**EXERCISE DETAILS**
From the records below, copy each line in which the string "False" occurs.

**DATA RECORDS**
▬▬▬▬▬▬
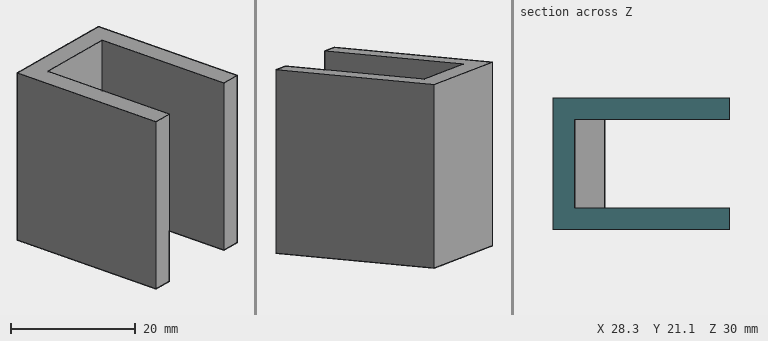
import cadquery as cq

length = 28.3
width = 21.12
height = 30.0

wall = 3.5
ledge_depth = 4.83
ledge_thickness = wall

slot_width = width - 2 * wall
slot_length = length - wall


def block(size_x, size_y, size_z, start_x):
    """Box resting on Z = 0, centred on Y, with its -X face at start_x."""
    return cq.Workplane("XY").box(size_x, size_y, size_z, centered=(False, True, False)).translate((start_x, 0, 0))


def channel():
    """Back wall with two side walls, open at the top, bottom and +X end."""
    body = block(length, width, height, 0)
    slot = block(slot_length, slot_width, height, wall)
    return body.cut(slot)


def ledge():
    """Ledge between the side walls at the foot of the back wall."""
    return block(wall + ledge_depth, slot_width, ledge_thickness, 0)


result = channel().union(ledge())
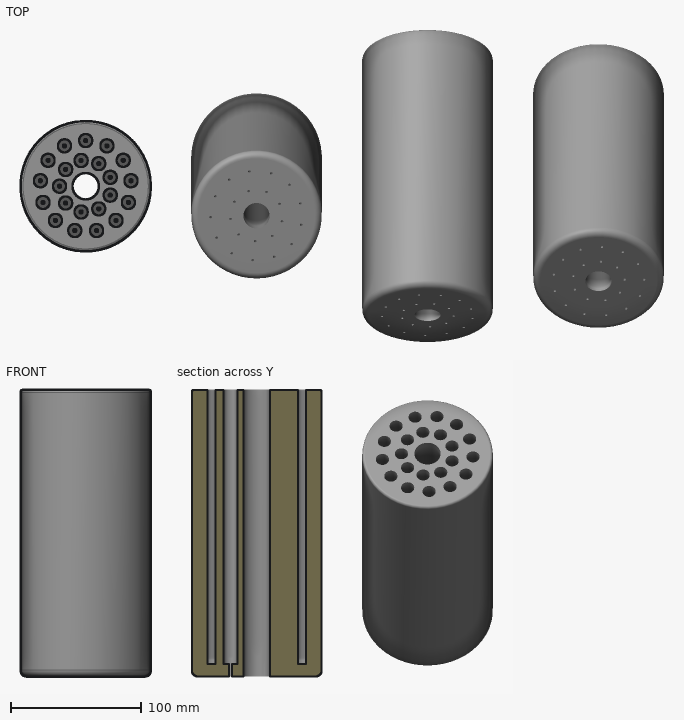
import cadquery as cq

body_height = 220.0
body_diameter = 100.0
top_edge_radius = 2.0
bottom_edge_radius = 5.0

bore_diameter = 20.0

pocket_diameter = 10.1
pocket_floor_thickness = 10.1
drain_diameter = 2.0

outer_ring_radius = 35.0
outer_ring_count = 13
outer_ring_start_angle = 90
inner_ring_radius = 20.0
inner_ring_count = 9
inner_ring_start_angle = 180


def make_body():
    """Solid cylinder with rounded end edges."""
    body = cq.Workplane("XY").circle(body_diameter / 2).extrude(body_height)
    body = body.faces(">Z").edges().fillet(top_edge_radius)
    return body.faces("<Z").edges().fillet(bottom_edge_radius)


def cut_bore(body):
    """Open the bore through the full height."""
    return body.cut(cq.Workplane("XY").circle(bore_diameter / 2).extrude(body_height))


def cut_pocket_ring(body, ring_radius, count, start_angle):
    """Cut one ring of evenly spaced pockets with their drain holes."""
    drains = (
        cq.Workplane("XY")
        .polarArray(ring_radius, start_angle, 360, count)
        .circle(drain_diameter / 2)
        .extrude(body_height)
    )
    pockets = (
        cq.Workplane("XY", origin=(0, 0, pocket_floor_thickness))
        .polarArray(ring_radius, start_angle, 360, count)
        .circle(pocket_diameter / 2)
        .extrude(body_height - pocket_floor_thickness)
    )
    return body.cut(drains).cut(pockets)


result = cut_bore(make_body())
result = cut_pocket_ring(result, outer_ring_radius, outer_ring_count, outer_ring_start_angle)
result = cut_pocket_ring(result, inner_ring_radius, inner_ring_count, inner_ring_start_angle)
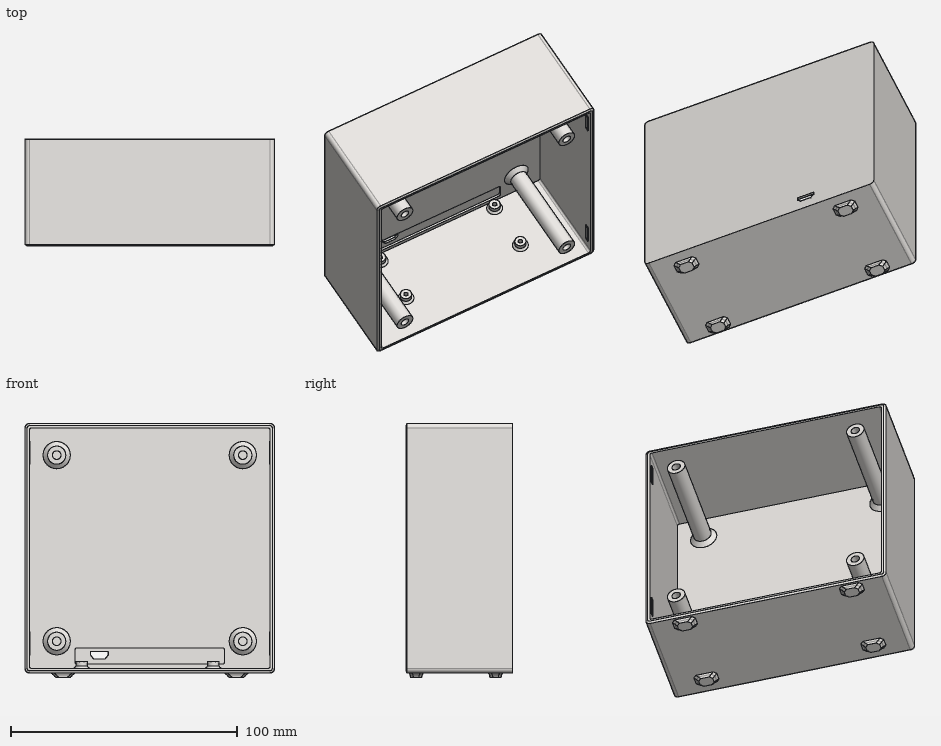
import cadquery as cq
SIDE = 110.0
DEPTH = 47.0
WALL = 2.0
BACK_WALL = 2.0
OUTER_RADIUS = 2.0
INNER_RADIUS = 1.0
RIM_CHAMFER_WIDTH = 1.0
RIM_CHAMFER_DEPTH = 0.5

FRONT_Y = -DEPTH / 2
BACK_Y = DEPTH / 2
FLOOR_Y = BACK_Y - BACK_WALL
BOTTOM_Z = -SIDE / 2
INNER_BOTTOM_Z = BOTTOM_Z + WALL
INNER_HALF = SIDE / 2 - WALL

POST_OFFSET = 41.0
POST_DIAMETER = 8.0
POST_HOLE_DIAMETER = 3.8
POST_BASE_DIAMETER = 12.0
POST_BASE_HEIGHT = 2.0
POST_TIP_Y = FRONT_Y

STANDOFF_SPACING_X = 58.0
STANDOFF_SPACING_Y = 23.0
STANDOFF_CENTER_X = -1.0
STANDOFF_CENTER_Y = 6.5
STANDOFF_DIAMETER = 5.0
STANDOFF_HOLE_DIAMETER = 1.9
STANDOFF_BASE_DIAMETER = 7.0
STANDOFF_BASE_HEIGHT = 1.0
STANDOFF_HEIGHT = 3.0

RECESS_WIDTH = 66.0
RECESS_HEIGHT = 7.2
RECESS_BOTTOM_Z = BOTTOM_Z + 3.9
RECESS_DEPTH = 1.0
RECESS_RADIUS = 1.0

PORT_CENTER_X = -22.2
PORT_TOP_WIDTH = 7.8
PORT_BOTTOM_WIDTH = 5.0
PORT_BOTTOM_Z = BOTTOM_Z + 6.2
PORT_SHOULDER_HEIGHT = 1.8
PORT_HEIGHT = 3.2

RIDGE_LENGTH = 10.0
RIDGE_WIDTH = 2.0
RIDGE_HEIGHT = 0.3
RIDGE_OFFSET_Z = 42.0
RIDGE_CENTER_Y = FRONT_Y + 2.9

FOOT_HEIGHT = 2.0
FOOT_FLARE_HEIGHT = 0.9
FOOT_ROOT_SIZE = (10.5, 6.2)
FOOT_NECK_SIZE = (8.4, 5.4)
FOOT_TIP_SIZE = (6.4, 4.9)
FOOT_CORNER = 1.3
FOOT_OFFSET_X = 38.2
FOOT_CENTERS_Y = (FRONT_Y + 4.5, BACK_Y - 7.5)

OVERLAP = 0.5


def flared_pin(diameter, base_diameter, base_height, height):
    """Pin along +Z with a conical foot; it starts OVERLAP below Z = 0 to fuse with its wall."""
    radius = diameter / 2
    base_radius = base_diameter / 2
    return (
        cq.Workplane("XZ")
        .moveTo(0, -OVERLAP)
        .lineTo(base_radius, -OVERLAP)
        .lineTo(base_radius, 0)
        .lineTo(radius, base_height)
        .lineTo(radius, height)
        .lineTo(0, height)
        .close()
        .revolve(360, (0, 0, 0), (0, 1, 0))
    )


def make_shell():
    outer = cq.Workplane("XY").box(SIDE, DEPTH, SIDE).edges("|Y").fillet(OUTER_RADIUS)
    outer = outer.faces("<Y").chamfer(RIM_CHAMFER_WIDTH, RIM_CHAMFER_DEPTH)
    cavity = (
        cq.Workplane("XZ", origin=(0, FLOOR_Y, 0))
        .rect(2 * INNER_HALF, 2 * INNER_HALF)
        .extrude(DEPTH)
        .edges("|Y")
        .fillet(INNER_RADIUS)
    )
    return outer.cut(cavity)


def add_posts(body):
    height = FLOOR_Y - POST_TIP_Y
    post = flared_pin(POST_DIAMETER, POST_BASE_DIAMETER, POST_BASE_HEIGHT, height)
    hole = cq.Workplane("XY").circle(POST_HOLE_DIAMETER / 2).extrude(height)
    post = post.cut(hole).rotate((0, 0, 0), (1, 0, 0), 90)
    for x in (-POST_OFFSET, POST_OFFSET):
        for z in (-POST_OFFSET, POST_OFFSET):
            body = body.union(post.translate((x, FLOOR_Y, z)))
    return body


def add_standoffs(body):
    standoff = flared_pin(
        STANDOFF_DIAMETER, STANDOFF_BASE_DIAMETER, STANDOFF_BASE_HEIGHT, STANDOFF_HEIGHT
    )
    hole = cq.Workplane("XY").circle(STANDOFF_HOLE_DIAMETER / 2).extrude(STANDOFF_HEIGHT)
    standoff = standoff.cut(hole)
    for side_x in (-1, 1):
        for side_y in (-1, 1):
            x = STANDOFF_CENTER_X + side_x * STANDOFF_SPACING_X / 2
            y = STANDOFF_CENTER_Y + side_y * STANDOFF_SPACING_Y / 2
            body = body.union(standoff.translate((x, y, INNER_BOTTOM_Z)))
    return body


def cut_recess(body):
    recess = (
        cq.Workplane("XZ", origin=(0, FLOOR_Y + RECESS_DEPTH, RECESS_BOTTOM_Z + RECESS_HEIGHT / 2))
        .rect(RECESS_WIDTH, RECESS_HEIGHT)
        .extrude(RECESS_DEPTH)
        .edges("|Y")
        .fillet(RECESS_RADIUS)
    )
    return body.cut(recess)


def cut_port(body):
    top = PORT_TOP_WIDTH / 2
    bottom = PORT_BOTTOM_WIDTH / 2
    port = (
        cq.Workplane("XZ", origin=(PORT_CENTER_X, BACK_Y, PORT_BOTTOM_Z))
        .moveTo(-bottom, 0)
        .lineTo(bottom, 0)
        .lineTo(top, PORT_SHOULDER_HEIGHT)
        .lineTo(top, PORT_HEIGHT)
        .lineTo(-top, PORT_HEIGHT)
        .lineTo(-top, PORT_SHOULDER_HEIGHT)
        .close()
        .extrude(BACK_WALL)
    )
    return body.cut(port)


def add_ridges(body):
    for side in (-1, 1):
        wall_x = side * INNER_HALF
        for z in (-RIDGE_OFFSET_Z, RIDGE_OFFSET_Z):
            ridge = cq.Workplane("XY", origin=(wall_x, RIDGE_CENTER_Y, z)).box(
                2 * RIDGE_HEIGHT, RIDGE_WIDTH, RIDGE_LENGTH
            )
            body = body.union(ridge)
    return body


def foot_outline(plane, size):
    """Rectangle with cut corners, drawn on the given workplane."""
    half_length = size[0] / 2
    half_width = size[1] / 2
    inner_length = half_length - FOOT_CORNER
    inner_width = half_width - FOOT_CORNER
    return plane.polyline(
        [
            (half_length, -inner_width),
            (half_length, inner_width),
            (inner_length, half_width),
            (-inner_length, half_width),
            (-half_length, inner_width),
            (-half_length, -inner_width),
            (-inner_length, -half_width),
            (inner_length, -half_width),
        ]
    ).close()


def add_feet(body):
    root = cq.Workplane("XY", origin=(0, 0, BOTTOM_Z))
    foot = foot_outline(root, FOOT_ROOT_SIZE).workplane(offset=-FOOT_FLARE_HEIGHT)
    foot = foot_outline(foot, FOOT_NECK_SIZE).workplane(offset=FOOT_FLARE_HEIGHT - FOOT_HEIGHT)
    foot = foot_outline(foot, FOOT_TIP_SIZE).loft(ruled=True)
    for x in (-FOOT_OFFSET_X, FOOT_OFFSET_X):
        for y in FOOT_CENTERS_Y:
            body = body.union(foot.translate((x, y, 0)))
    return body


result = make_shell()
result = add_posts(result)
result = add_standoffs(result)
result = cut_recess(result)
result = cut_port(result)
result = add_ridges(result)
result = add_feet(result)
▬▬▬▬▬▬
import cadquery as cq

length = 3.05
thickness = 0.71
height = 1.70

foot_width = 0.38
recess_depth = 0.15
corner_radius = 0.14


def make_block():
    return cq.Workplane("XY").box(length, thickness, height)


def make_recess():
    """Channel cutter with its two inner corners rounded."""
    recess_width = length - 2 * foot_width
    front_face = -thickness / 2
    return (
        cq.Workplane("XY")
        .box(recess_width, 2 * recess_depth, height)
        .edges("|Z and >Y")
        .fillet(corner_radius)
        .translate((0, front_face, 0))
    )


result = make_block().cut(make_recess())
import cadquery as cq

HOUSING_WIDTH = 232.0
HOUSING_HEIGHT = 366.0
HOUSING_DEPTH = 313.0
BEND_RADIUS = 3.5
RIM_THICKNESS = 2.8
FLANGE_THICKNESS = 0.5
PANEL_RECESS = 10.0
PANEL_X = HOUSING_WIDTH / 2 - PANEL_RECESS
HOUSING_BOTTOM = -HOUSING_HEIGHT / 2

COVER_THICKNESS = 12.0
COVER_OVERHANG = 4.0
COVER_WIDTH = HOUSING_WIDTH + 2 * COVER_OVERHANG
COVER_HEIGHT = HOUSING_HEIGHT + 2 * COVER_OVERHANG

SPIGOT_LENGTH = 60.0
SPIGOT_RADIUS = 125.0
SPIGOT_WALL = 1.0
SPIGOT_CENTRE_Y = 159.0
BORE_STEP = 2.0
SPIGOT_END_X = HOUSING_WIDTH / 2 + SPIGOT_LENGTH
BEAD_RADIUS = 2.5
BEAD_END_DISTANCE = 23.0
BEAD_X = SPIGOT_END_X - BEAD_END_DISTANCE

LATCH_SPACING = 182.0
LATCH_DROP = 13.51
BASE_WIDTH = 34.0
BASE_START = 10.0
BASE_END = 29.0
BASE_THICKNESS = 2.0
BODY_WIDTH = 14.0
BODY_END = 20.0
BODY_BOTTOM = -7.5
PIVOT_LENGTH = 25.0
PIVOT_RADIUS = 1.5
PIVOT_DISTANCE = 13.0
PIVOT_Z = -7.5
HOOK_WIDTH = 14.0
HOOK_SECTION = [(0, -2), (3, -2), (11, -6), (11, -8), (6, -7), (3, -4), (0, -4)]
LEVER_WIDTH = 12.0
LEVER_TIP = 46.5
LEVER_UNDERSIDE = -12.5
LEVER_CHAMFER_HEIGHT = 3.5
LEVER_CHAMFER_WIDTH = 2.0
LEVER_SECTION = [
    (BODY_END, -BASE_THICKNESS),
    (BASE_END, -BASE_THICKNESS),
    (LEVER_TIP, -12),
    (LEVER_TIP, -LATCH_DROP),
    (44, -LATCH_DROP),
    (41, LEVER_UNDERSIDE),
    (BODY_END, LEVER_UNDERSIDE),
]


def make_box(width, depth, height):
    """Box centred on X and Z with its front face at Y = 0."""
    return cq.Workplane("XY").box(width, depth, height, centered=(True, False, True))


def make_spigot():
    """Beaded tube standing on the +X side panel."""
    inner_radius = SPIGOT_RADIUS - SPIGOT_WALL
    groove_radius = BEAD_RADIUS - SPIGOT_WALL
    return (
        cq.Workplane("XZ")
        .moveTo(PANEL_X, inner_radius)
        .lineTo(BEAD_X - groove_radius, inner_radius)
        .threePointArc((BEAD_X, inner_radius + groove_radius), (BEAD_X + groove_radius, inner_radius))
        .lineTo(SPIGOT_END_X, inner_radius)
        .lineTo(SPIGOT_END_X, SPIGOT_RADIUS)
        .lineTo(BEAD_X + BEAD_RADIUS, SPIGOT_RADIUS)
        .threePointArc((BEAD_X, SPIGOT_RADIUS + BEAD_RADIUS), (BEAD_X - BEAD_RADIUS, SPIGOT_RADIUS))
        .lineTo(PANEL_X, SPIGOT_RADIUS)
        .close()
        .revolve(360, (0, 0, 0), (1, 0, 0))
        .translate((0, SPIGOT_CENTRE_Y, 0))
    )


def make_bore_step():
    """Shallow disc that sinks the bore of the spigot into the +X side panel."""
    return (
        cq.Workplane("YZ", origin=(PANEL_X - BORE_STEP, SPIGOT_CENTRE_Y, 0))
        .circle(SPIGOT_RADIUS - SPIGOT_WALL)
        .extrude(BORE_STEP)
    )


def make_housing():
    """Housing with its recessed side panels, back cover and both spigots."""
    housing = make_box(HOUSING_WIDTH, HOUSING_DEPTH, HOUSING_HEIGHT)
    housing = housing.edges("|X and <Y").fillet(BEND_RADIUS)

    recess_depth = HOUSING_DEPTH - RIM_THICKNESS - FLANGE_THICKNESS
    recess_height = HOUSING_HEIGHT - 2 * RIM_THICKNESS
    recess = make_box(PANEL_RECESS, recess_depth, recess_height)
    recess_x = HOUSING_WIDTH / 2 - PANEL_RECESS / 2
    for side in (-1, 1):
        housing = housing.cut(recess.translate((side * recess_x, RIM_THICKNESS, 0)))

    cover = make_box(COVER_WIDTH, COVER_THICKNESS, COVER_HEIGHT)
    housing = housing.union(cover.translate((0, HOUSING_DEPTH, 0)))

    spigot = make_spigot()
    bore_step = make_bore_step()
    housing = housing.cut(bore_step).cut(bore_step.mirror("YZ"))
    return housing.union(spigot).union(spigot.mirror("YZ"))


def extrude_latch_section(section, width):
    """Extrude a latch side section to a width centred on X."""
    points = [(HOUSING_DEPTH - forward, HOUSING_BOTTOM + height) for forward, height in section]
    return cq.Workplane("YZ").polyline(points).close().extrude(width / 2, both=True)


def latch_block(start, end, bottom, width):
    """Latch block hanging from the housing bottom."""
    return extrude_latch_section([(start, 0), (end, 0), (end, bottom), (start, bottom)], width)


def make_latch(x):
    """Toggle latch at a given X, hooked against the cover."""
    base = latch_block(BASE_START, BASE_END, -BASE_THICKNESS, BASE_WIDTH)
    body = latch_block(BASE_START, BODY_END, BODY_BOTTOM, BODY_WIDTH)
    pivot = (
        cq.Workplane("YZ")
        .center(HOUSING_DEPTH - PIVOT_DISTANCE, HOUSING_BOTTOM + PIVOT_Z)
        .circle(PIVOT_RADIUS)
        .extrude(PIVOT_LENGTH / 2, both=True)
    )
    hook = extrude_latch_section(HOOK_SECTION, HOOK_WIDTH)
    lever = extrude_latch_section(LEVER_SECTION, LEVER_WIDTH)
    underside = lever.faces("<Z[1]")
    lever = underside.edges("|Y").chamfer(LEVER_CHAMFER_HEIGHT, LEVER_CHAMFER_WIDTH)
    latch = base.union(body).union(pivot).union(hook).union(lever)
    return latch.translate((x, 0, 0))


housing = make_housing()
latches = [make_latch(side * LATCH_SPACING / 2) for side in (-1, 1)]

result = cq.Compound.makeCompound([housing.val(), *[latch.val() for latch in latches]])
▬▬▬▬▬▬
**FINISHED TASK**
    return cq.Workplane("XY").box(size_x, size_y, size_z, centered=(False, True, False)).translate((start_x, 0, 0))
    return cq.Workplane("XY").box(width, depth, height, centered=(True, False, True))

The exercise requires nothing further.